Critical OpenSSL Flaw that Allows HTTPS-Traffic to be Decrypted Patched
Developers of the OpenSSL cryptographic code library have patched yet another high-severity vulnerability that made it possible for attackers to decrypt communications secured over HTTPS connections and other TLS channels by obtaining the secret key.
While the OpenSSL vulnerability is critical and could do damage if exploited, a number of variables must first be in place before an attack could be properly executed. The bug only resides in OpenSSL version 1.0.2, making this a specific targeted vulnerability. Applications that rely on this must use groups based on the digital signature algorithm to generate ephemeral keys based on the Diffie-Hellman key exchange. In turn, by default servers that do this continue to reuse the same private Diffie-Hellman exponent for the life of the server process, making them vulnerable to key-recovery attacks. DSA-based Diffie-Hellman configurations that rely on a static Diffie-Hellman ciphersuite are also susceptible to attacks, OpenSSL said.
Fortunately, the specifics don’t appear to be met by a majority of mainstream applications that rely on OpenSSL and use DSA-based Diffie-Hellman.
When specific conditions are met, attackers have the ability to send large volumes of handshake requests to a vulnerable server or user computer. When enough calculations are complete, attackers are able to obtain partial secret values and combine the results with Chinese remainder theorem to eventually derive the decryption key. For an in-depth and technical analysis on the critical OpenSSL vulnerability CVE-2016-0701, check out Antionio Sanso’s blog post, the Adobe Systems researcher who discovered the vulnerability. Among other differences, OpenSSL warned that the latest patch may compromise performance in their advisory published Thursday.

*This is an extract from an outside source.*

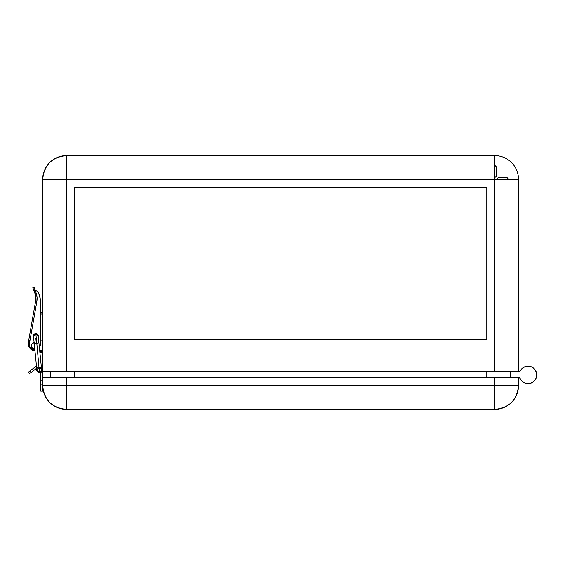 <?xml version="1.0" encoding="UTF-8"?>
<svg xmlns="http://www.w3.org/2000/svg" width="565" height="565" viewBox="0 0 565 565"><rect width="100%" height="100%" fill="white"/><g stroke="black" fill="none" stroke-linecap="round" stroke-linejoin="round"><path stroke-width="0.85" d="M470.928 179.402L494.721 179.402L494.721 371.318L518.508 371.318L518.508 179.402A23.794 23.794 0 0 0 494.721 155.615L66.472 155.615A23.794 23.794 0 0 0 42.686 179.402L42.686 371.318L519.567 371.318A0.791 0.791 0 0 0 520.273 370.894A8.722 8.722 0 0 1 536.75 374.892A8.722 8.722 0 0 1 519.941 378.162L521.523 380.704L523.868 382.554L526.7 383.515L529.695 383.451L532.491 382.385L534.758 380.436L536.234 377.837L536.75 374.892L536.27 372.038L534.886 369.496L532.746 367.554L530.083 366.41L527.194 366.205L524.405 366.953L522.011 368.578L519.984 371.205L518.508 371.318L518.508 179.402L494.721 179.402L494.721 155.615L66.472 155.615C52.022 157.021 44.091 164.952 42.686 179.402L42.686 371.318L66.472 371.318L66.472 155.615L66.472 179.402L42.686 179.402L494.721 179.402L66.472 179.402L66.472 371.318L494.721 371.318L494.721 203.195M42.206 290.431L42.05 299.944L42.206 290.431M42.206 326.909L42.05 336.429L42.206 326.909M40.306 312.071L42.206 312.579L40.306 312.071M42.206 314.225L40.306 313.709L42.206 314.225M42.206 340.865L40.306 340.865L42.206 340.865L42.206 299.549L42.686 299.549L42.206 299.549L42.206 288.842L42.206 337.693L42.686 337.693L42.206 337.693L42.206 350.703L42.206 340.865L42.686 340.865L42.206 340.865M29.613 346.748L30.962 349.262L33.476 350.611A4.916 4.916 0 0 0 33.476 350.611L34.437 350.703A4.916 4.916 0 0 1 29.634 346.832A4.916 4.916 0 0 0 31.704 349.876L32.558 350.328A4.916 4.916 0 0 0 32.558 350.328L33.476 350.611M34.437 350.703L34.931 350.703M39.712 350.703L42.206 350.703M30.962 349.262L31.704 349.876M494.721 165.227L496.303 166.809L496.303 176.139L494.721 177.721L496.303 176.139L496.303 166.809L494.721 165.227M74.403 339.6L74.403 187.333L74.403 339.6L74.403 187.333L486.79 187.333L486.79 339.6L74.403 339.6M50.617 371.318L50.617 377.667L50.617 371.318M74.403 377.667L74.403 371.318L74.403 377.667M74.403 187.333L486.79 187.333L74.403 187.333M518.508 377.667L519.207 377.667A0.791 0.791 0 0 1 519.941 378.162L518.508 377.667L518.508 385.598A23.794 23.794 0 0 1 494.721 409.385C509.171 407.979 517.102 400.048 518.508 385.598L494.721 385.598L494.721 409.385L494.721 385.598L66.472 385.598L66.472 409.385L494.721 409.385L66.472 409.385L66.472 377.667L494.721 377.667L494.721 385.598L518.508 385.598L518.508 377.667L494.721 377.667L494.721 385.598L42.686 385.598L42.686 391.15L42.686 385.598C44.091 400.048 52.022 407.979 66.472 409.385A23.794 23.794 0 0 1 42.686 385.598L66.472 385.598L66.472 377.667L42.686 377.667L42.686 385.598L42.686 372.907L40.779 372.907L40.779 372.06L39.762 372.54L39.303 367.935L41.386 367.328L41.655 369.962L39.762 372.54L40.779 372.06L40.779 372.907L42.686 372.907L42.686 377.667L518.508 377.667M486.79 371.318L486.79 377.667L486.79 371.318M510.576 371.318L510.576 377.667L510.576 371.318M486.79 187.333L486.79 339.6L486.79 187.333M529.695 383.451L531.135 383.042M536.482 372.731L536.27 372.038M522.011 368.578L521.043 369.658M496.402 179.402L497.984 177.82L507.314 177.82L508.895 179.402L507.314 177.82L497.984 177.82L496.402 179.402M39.366 347.772L40.306 344.692L40.306 300.241L39.536 295.481L37.297 291.208L35.207 290.452L36.118 292.967L34.924 293.397L32.848 287.691L34.041 287.26L32.848 287.691L34.924 293.397A15.064 15.064 0 0 1 35.609 301.166L28.667 340.526L29.818 340.723L29.288 343.725A5.551 5.551 0 0 0 29.203 344.798L29.818 340.723L29.21 344.933L29.832 347.256L31.372 349.092L34.755 350.244A5.551 5.551 0 0 1 29.203 344.791L30.171 347.828L32.65 349.827A5.551 5.551 0 0 0 32.657 349.827L33.681 350.138A5.551 5.551 0 0 0 33.688 350.138L34.755 350.244A5.551 5.551 0 0 0 34.755 350.244L34.882 350.244A5.551 5.551 0 0 1 34.755 350.244L34.755 350.244M34.959 350.999L34.084 350.858L34.959 350.999A7.451 7.451 0 0 1 32.028 350.074M31.965 350.039A7.451 7.451 0 0 1 28.356 342.291L28.667 340.526L28.25 343.908L29.083 347.023L28.497 345.512M33.568 337.249A2.535 2.535 0 0 1 35.849 333.59A2.535 2.535 0 0 0 33.568 337.249M29.324 345.858A5.551 5.551 0 0 0 31.704 349.332M33.78 290.24L35.207 290.452L36.118 292.967L34.924 293.397A15.064 15.064 0 0 1 35.609 301.166L36.859 301.392L37.043 297.126L36.859 301.392A16.336 16.336 0 0 0 36.118 292.967L37.043 297.126L36.859 301.392L29.203 344.791L36.859 301.392L35.609 301.166L28.667 340.526L29.818 340.723M33.738 337.538L33.307 336.126L33.738 334.72L35.849 333.59L37.961 334.72L38.194 337.1M34.91 349.403L32.445 348.379L31.421 345.914L32.007 343.972L34.232 342.489M37.015 290.968A0.791 0.791 0 0 0 36.661 290.89L36.661 290.89A0.791 0.791 0 0 1 37.297 291.208A15.064 15.064 0 0 1 40.306 300.241L40.306 344.692L40.306 300.241M40.2 345.773L40.306 344.692A5.551 5.551 0 0 1 39.409 347.715M35.214 290.269L36.16 290.855A1.589 1.589 0 0 0 36.471 290.89L35.214 290.269L34.041 287.26L34.981 289.845A1.589 1.589 0 0 0 36.16 290.855L35.581 290.608M40.108 297.826L39.536 295.481M36.344 333.64L36.817 333.781A2.535 2.535 0 0 0 35.849 333.59A2.535 2.535 0 0 1 38.3 336.768A2.535 2.535 0 0 0 38.385 336.126L38.335 336.62L38.385 336.126A2.535 2.535 0 0 0 37.643 334.332M33.505 335.158L33.738 334.72L33.505 335.158M29.288 343.725L29.203 344.791M34.084 350.858L31.16 349.495L29.083 347.023M36.471 290.89A1.589 1.589 0 0 1 35.334 290.403L34.981 289.845L35.207 290.452M34.105 342.517A3.489 3.489 0 0 0 34.797 349.396A3.489 3.489 0 0 1 34.105 342.517M40.574 351.091L40.567 351.585L40.567 351.091M40.616 352.249L40.963 351.437L41.838 352.016L41.203 350.971L40.567 352.016L40.567 351.592L41.838 351.592L41.838 350.625L41.803 351.804L41.203 350.971L41.803 351.804M40.567 352.016L41.203 352.631L40.758 351.571L41.789 351.776L41.655 352.454L40.758 352.447M38.222 335.935A2.38 2.38 0 0 0 35.849 333.746L38.215 335.9L35.849 333.746A2.38 2.38 0 0 1 37.17 334.148L37.827 334.805A2.38 2.38 0 0 1 38.222 335.935M33.512 336.592L33.872 334.805L35.849 333.746A2.38 2.38 0 0 0 33.483 336.415A2.38 2.38 0 0 1 35.849 333.746L36.81 343.287L38.9 342.68L36.81 343.287L35.849 333.746L37.53 334.445L38.229 336.126M35.849 338.506L36.259 342.552M39.275 367.66L39.762 372.54L39.289 372.589L39.762 372.54C37.269 372.349 36.231 370.774 36.654 367.808L39.02 367.963L36.81 343.287L39.02 367.963L41.386 367.328L38.215 335.893M41.619 370.675L41.655 369.962C42.05 370.576 41.415 371.438 39.762 372.54L36.923 370.456L36.732 368.528M33.872 334.805L34.529 334.148M35.623 333.76L33.483 336.359L36.068 333.76M37.339 368.846L37.057 369.39M39.02 367.963L39.762 372.54M36.654 367.808L34.168 343.16L36.534 343.315L34.175 343.125M34.296 343.012L34.889 342.8M41.838 352.016L41.203 352.631M41.203 350.971L40.567 352.009M36.146 366.297L28.412 372.158L29.571 373.67L28.412 372.158L29.917 371L31.075 372.512L30.503 372.957L36.697 368.196L31.075 372.512L29.917 371L35.538 366.685A4.442 4.442 0 0 1 36.485 366.134M40.624 387.18L40.624 377.667L40.624 387.18M41.358 367.045A4.442 4.442 0 0 1 42.686 370.209L41.358 367.045L42.347 368.514M42.686 384.144L40.779 384.144L40.779 391.15L40.779 384.144L42.686 384.144M42.686 371.318L42.686 372.907L42.686 371.318M40.779 380.81L40.779 372.907L40.779 380.81L42.686 380.81L40.779 380.81M521.523 369.079L520.619 370.28L522.611 368.048L525.245 366.621L528.197 366.169L531.135 366.742L533.706 368.267L535.613 370.576L536.75 374.892M525.245 366.621L526.7 366.268M535.613 370.576L536.234 371.94M42.686 288.842L42.206 288.842M41.655 369.962L41.273 368.903L39.705 367.879M36.923 370.456L38.816 367.886M33.483 336.359L34.168 343.16M42.686 391.15L40.779 391.15"/></g></svg>

OpenSSL was fast to respond, patching the vulnerability Sanso had responsibly disclosed on January 12. This means OpenSSL developers took just over two weeks to develop a working patch and distribute it. What makes the research even more interesting is when Sanso reported the vulnerability, OpenSSL already had a patch ready, but it was not yet available for public release. This was presumably a large factor in why the patch was able to be released at such a fast pace.
Revisiting Logjam…
Thursday’s patch also came with an additional protection against the HTTPS-crippling vulnerability that threatened tens of thousands of servers when it was first disclosed in May of last year. Dubbed Logjam, it allowed skilled attackers to downgrade Diffie-Hellman-generated encrypted connections to an extremely weak 512-bit connection. From there, attackers had the ability to use pre-computed data prepared ahead of time to devise the key negotiated between the two parties.
Due to the recent release, OpenSSL will not begin to reject all key negotiations with Diffie-Hellman parameters shorter than 1,024 bits. In a previous update OpenSSL had increased the limit to 768 bits.
We and the OpenSSL team heavily urge anyone running OpenSSL version 1.0.2 to upgrade to 1.0.2f immediately. Those still using version 1.0.1 should upgrade to 1.0.1r immediately. OpenSSL’s advisory also reminded users that support for version 1.0.1 will end at the end of this year, after the date no security fixes or improvements will be released.